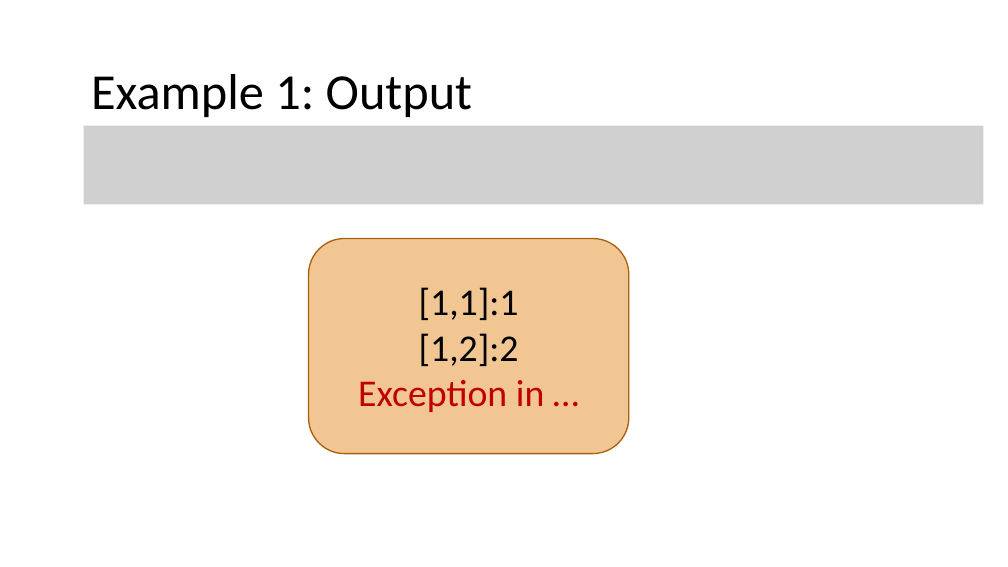
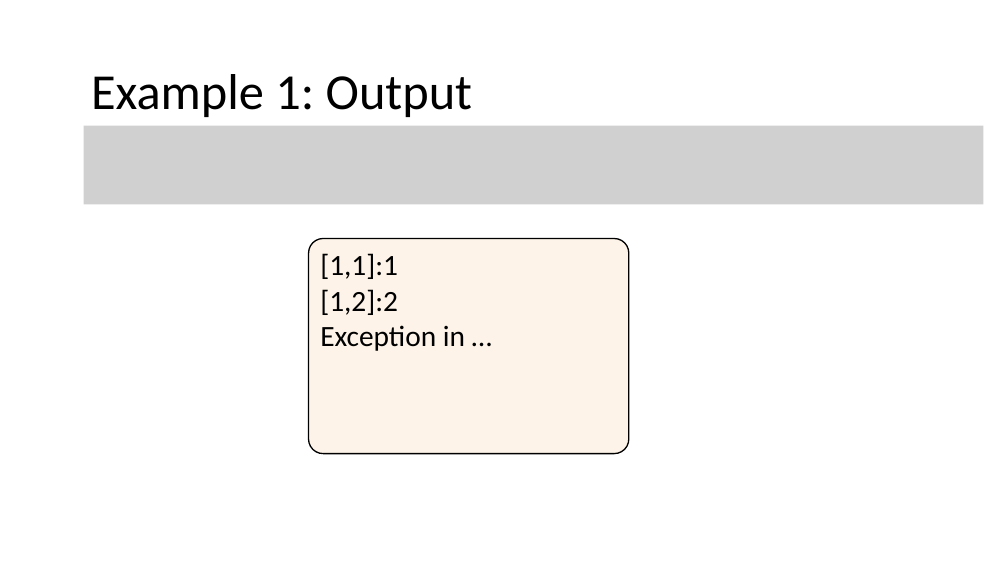
Before and after one commit to nivshani/compilation, a slide deck: slide 96 of new_slides/lexical_analysis.pptx. Drawn at 1008x567 pixels with LibreOffice and Linux fonts; fonts in the diff are those of the drawing; grey boxes stand for pictures. Boxes give left, top, right and bottom in pixels: in the first picture for what was removed or moved away, otherwise in the second. Text is boxed around its words. In the diff, an @@ line names an element or a change of style, - is before the commit and + after.

```diff
--- a/new_slides/lexical_analysis.pptx
+++ b/new_slides/lexical_analysis.pptx
@@ rounded rectangle "[1,1]:1" at (309,238,629,454): size 36 to 28 pt; text colour #C00000 to #000000 in "Exception in …"; alignment centre to left; vertical alignment middle to top; fill #E48312 at 46% opacity to #FBE6CE at 46% opacity; outline #A9610D 1.25 pt to #000000 1.25 pt; proportions changed @@
```
Also in this commit, not shown: 15 other slides changed, 1 other file.

######

### WHAT TO DO
Give the number of lines in the records above that contain the word "commit". Reply with that number alone.

### ANSWER TO THIS PROBLEM
2